How prepared is your firm to handle the aftermath of a security incident? If you haven’t documented your firm’s safeguards, then you may find yourself in hot water. Written Information Security Plans (WISPs) are must-haves in our security-focused culture – just ask your regulators and investors. Below are some insights into the development and maintenance of WISPs.
What is a WISP?
A WISP is a formal documentation of a firm’s plans and systems put in place to protect personal information and sensitive company data. It includes both administrative and technical safeguards and identifies confidential information, where it is located, how it is protected, and who has access to it. Technical safeguards include an assessment of current policies such as penetration software and encryption as well as technical policies like password changes and access control.
In today's changing regulatory and investor landscape, written information security plans are critical for hedge funds and private equity firms to comply with SEC (and other) regulations, due diligence requests and state laws.
Development: Creating the WISP
When developing a WISP for your firm, it is important to avoid falling into cookie cutter templates that are too broad and may not cover all aspects of your firm’s security. When creating a WISP specifically for your business, be sure to identify and cover these following areas:
• Business Operations Assessment: Identify what systems and plans are currently in place to safeguard information. Who can access the information, how can they access it and where and what systems use the information? Especially given the rise of Internet of Things (IoT), data is stored across almost all devices including printers, webcams and others. It is important that all of this data is accounted for when planning for safeguards.
• Technical Policy Assessment: Evaluate the technical procedures the firm goes through to protect data.
• Regulation Requirements: To stay compliant with regulations and laws, firms must stay up-to-date on the legal environment and document legislation the firm must adhere to.
• Cybersecurity Incident Response Guidelines: Identify who is responsible in the event of a breach, whether that be the Computer Security Incident Response Team (CSIRT) and/or Chief Information Security Officer (CISO). A CSIRT team should be made up of both IT and business personnel so that both perspectives are addressed.
• Third Party Risk Assessment: If your firm relies on third-party vendors, it is imperative that there is an understanding of what information they can access and security measures they themselves have in place to protect both your information and their own. It’s one thing to put faith in your service providers to do their jobs effectively. It’s another to ignore your own firm’s responsibility to manage that provider in an effort to protect your own firm.
• Employee Guidelines: It is important to inform and educate internal staff on the policies and procedures included within a WISP and best practices for a smart security strategy.
• Cybersecurity Landscape: Identify the firm’s current threats. Consider conducting a technical policy assessment to identify areas that need improvement.
Audit: Re-evaluating your WISP and Assessing your Risk
As roles, job titles, threats, and regulations change it is important that your WISP remains timely and updated to protect from all threats.
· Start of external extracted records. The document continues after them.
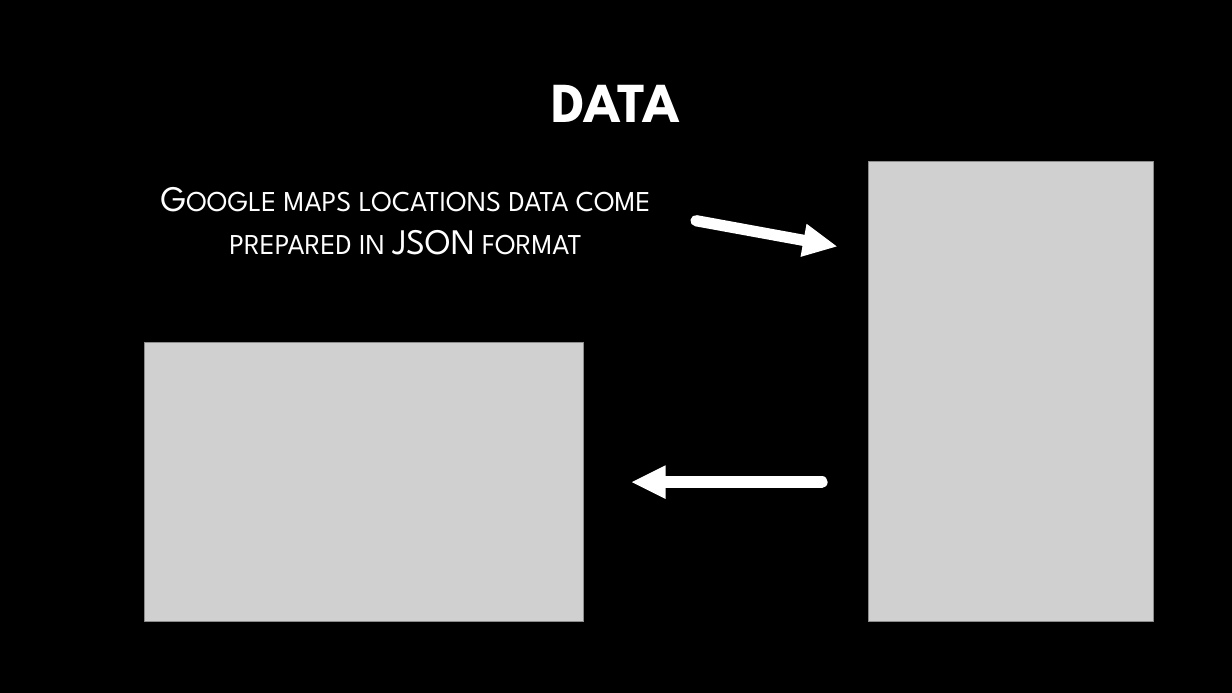
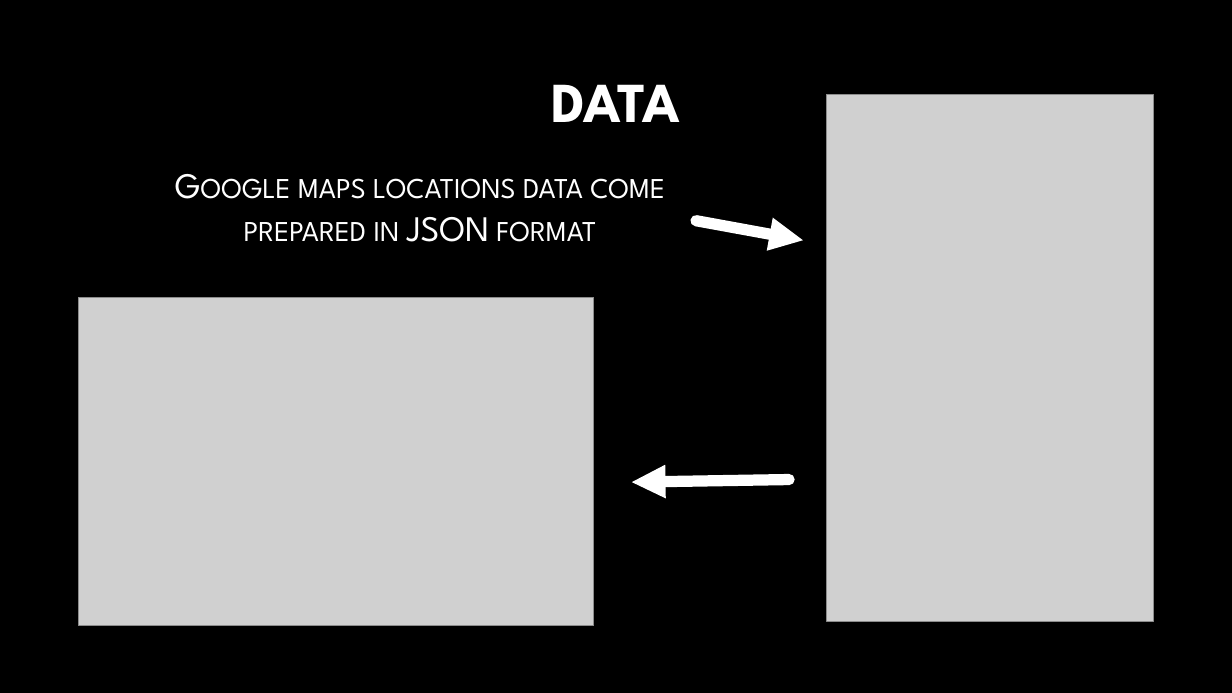
Before and after one commit to aaronk313/dsi, a slide deck: slide 7 of capstone-aaronkim.pptx. Drawn at 1232x693 pixels with LibreOffice and Linux fonts; fonts in the diff are those of the drawing; grey boxes stand for pictures; background and template pictures are left out. Boxes give left, top, right and bottom in pixels: in the first picture for what was removed or moved away, otherwise in the second. Text is boxed around its words. In the diff, an @@ line names an element or a change of style, - is before the commit and + after.

```diff
--- a/capstone-aaronkim.pptx
+++ b/capstone-aaronkim.pptx
@@ picture: place and size @@
-picture at box(869, 161, 1154, 622)
+picture at box(827, 94, 1153, 622)
@@ text "Google maps locations data come ...": place and size @@
-text "Google maps locations data come ..." at box(229, 191, 651, 255)
+text "Google maps locations data come ..." at box(244, 178, 665, 242)
@@ arrow moved from (696, 221) - (837, 247) to (696, 221) - (803, 240) @@
@@ picture: place and size @@
-picture at box(145, 343, 584, 622)
+picture at box(79, 298, 594, 626)
@@ arrow moved from (823, 482) - (632, 482) to (789, 480) - (632, 482) @@
```
Also in this commit, not shown: 11 other slides changed, 4 other files.

• Assessment: As roles change, review the existing policies and procedures in your WISP. Is everything still current? Have there been changes made to reflect changes in your business?
• Reporting: Report any exposures that should be addressed in the WISP and other recommendations made to ensure the protection of information.
• Sample Documentation: Create templates for third party risk assessments and employee guidelines.
When it comes to security an employee can either be a firm’s greatest asset or weakest link, hence it is critical that all employees understand and implement all security practices.
• Defining: Employees, investors, etc. should have an understanding of what is deemed confidential information; for example, research notes, algorithms, the firm’s financial status, etc. If there is not a clear guideline for employees to follow then confidential data may not be handled appropriately.
• Computer Incident Response Team: Creating a team on paper isn’t enough; employees need to know and be trained on how they should react in the event of a breach.
• Guidelines: What are the procedures for company-owned equipment and how should an employee utilise those devices? Training in these areas could reduce the risk of a breach.
• Internal vs External Threats: Training employees on risks such as social engineering, phishing, user error and the loss of USB devices is critical to ensuring they understand how to react in the event that something happens.
The financial industry landscape is ever-changing, with new regulations, sophisticated hackers, evolving threats and a fluctuating market. To stay protected, firms must continuously update their WISP documentation, especially the summary, third party assessments and employee guidelines to stay ahead of threat scenarios and ensure preparations are in order in the event a security incident occurs.